Une partie de l'armée se range derrière Ioannidis qui destitue Papadopoulos et instaure une deuxième dictature militaire. Persuadé de la protection américaine, Ioannidis provoque en juillet 1974 un coup d'état à Chypre pour renverser le président Makarios, accusé de sympathies communistes, et instaurer l'Union entre la Grèce et Chypre. Il provoque ainsi – à dessein ? – un débarquement militaire turc, l'autre puissance tutélaire de Chypre qui ne cachait pas ses appétits territoriaux aux dépens de la grande île souveraine. La partition et l'occupation de 40% de l'île laissent des milliers de morts et de disparus et plus de 300 000 réfugiés. Quelques jours après, le gouvernement des Colonels à Athènes livre le pouvoir aux politiques. Ils rappellent Constantin Caramanlis qui revient de son exil parisien dans l'avion de son ami Giscard d'Estaing. Il est chargé d'organiser le processus de réconciliation nationale et d'instaurer une démocratie parlementaire qui s'accomplira sept ans plus tard en 1981 avec l'élection du socialiste Andréas Papandréou.

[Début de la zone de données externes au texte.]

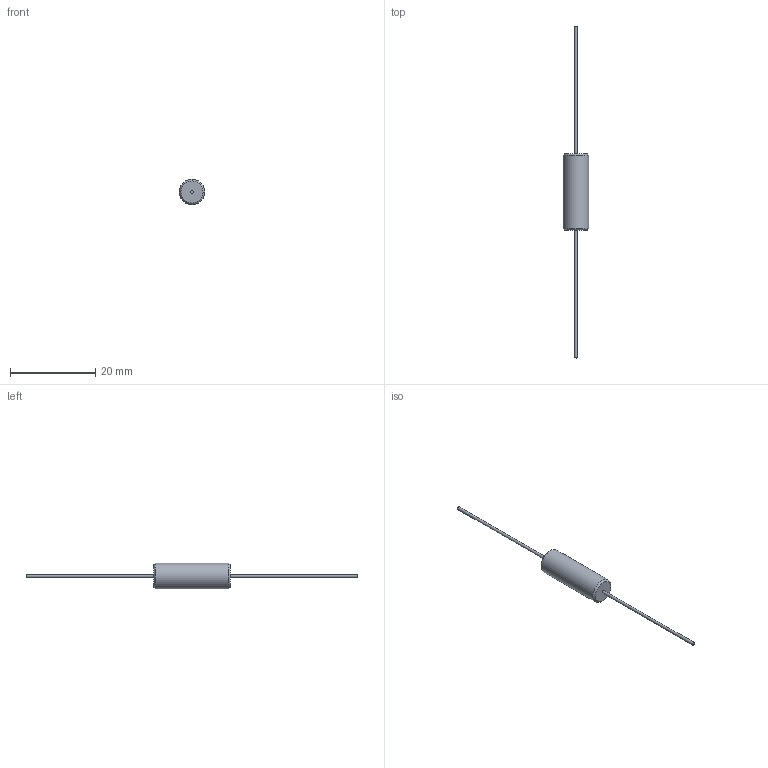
import cadquery as cq

body_diameter = 6.0
body_length = 18.0
rim_chamfer = 0.4
lead_diameter = 0.7
lead_length = 30.0

overall_length = body_length + 2 * lead_length


def cylinder_along_y(diameter, length):
    """Cylinder on the Y axis, centred on the origin."""
    return cq.Workplane("XZ", origin=(0, length / 2, 0)).circle(diameter / 2).extrude(length)


body = cylinder_along_y(body_diameter, body_length).faces("<Y or >Y").edges().chamfer(rim_chamfer)

leads = cylinder_along_y(lead_diameter, overall_length)

result = body.union(leads)

Marie-Laure Coulmin Koutsaftis

Article paru dans la rubrique Idées de L'Humanité du 21/04/2017

Pour approfondir:

DELORME Olivier, La Grèce et les Balkans II, Folio-Histoire, Gallimard, 2013.

MANTHOULIS Robert, La dictature des Colonels grecs, YGrec Productions, documentaire, 55 minutes

https://youtu.be/KmcQQNmS7h8

En 1969, le poète, diplomate et Prix Nobel de Littérature Georges Séféris refuse le Prix National en dénonçant la dictature. Sa mort en 71 donne lieu à une immense manifestation populaire dans les rues d'Athènes. Son cercueil est suivi par la foule qui chante en chœur ses poèmes mis en musique par le grand Théodorakis, dont les œuvres sont interdites par la dictature. Les mobilisations internationales permettent la libération et l'expulsion de nombreux artistes et intellectuels, tandis que d'autres s'exilent à l'étranger, ainsi Patrikios, Tsarouchis. Depuis la guerre civile, la répression s'appuie sur un réseau de mouchards tandis qu'en province, la gendarmerie toute puissante surveille la "moralité" des familles. Exode rural ou émigration sont souvent la seule issue pour échapper à ces années de pierre.

Chypre est liée à la Grèce par l'histoire, la culture et la langue. À l'Indépendance, le retrait britannique laisse une constitution qui rend ingouvernables les deux communautés grecque et turque. Des affrontements ethniques violents éclatent dès 1963, sous les yeux des puissances tutélaires, Royaume-Uni, Grèce et Turquie. Porte-avion près du Moyen-Orient, l'île est déjà morcelée par des bases militaires anglaises. L'archevêque Makarios, premier chef de l'état élu, range Chypre parmi les Non-alignés. La Turquie menace alors l'île d'une invasion soutenue par le président américain Johnson, qui veut une base pour l'OTAN. Or en 64, "le Vieux" Papandréou a refusé de céder une île grecque à la Turquie en échange de l'union avec Chypre. "Si vous ne changez pas d'avis, c'est vous que nous allons changer" lui fait dire Johnson. C'est dans ce contexte qu'a lieu le coup d'état des colonels.

[1] Lire Printemps perdu, Stratis Tsirkas, Éd. du Seuil (1982).